→ To do
Report every line of the records beneath this task that holds the string "rectangle".

→ Records for processing
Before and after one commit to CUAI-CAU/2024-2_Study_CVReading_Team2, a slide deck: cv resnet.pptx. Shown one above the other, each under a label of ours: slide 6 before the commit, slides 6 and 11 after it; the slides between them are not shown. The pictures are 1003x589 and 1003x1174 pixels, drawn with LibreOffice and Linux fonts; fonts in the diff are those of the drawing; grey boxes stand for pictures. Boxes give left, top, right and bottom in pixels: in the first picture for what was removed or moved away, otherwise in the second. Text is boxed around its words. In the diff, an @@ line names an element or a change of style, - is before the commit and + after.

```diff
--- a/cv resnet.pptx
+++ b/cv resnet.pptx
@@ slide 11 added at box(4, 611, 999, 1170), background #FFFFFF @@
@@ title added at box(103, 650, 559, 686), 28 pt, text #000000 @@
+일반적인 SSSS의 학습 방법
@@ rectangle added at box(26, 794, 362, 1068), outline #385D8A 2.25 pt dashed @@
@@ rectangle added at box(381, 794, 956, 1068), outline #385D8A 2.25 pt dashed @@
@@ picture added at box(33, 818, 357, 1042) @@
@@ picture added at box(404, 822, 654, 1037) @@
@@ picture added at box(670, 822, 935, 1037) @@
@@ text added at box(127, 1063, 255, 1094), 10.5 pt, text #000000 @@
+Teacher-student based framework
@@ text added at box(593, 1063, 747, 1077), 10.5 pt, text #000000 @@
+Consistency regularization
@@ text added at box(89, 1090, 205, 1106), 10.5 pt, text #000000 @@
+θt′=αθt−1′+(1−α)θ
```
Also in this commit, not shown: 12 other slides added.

==

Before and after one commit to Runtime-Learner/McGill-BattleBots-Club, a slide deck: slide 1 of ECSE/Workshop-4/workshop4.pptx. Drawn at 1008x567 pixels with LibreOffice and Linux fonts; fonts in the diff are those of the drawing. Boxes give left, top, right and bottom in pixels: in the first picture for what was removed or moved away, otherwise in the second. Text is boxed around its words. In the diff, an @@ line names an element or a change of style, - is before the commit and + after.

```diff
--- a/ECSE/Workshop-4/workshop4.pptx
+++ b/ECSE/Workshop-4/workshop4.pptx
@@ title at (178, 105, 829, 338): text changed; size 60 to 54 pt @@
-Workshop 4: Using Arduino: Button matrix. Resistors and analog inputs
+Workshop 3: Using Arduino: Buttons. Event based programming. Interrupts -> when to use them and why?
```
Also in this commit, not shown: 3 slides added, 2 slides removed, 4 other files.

==

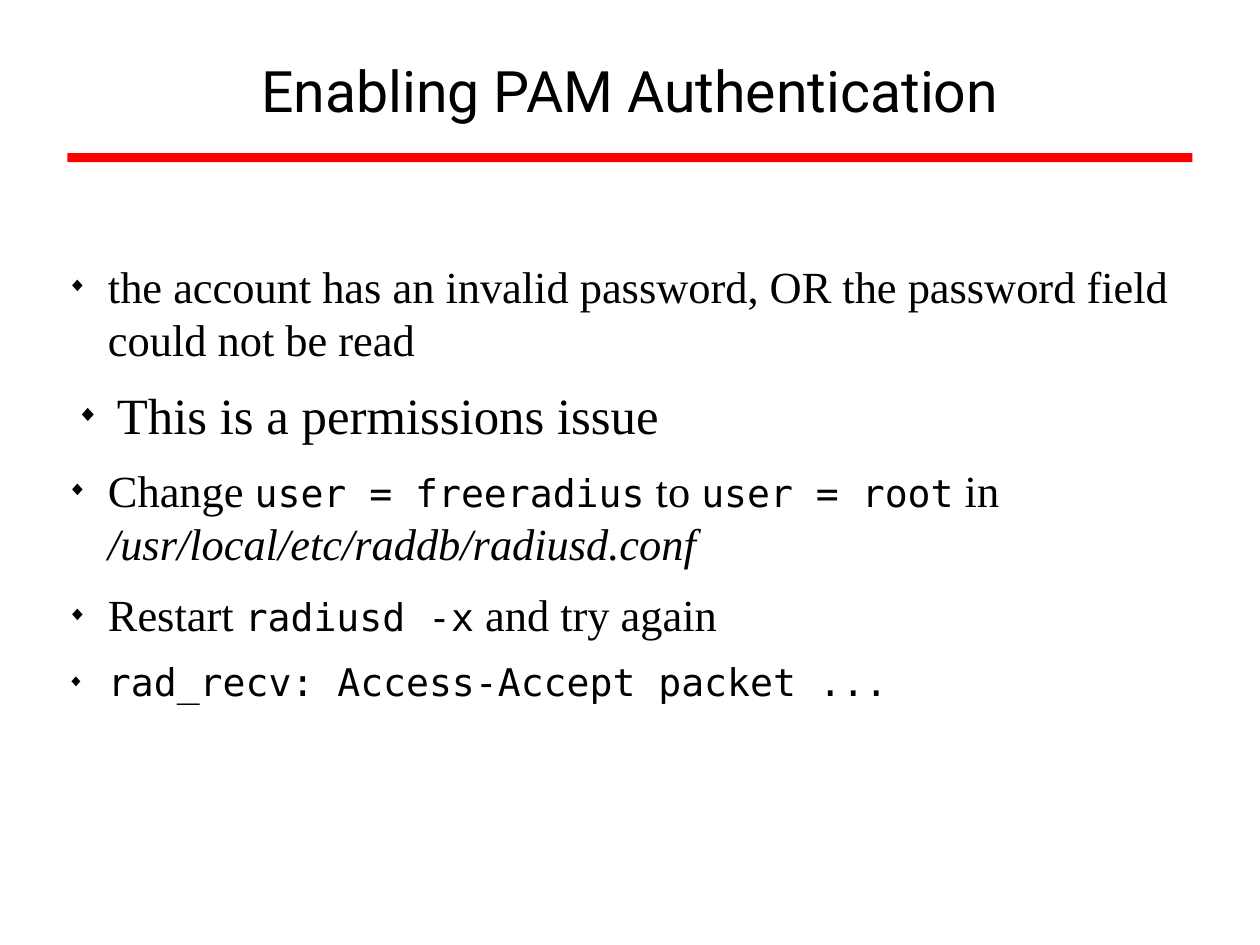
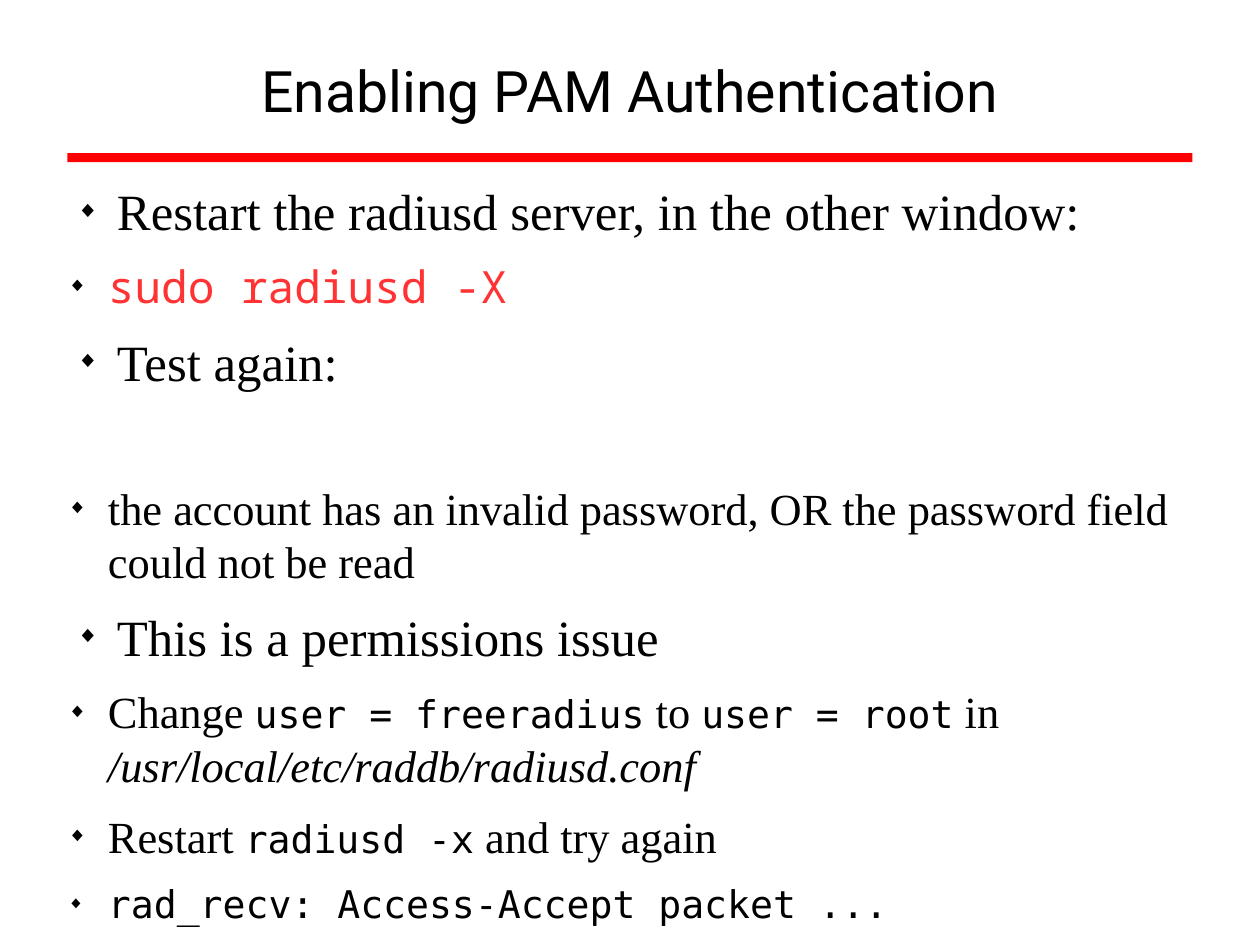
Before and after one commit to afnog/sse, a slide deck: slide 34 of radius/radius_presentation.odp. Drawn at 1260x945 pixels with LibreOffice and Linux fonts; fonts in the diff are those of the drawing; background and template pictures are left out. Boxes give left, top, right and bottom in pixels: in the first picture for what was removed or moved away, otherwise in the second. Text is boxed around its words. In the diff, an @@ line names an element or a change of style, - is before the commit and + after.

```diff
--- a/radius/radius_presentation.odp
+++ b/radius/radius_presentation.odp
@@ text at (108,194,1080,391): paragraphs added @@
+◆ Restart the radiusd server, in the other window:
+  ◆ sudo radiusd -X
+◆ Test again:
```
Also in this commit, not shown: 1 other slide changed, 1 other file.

→ Solution for this problem
@@ rectangle added at box(26, 794, 362, 1068), outline #385D8A 2.25 pt dashed @@
@@ rectangle added at box(381, 794, 956, 1068), outline #385D8A 2.25 pt dashed @@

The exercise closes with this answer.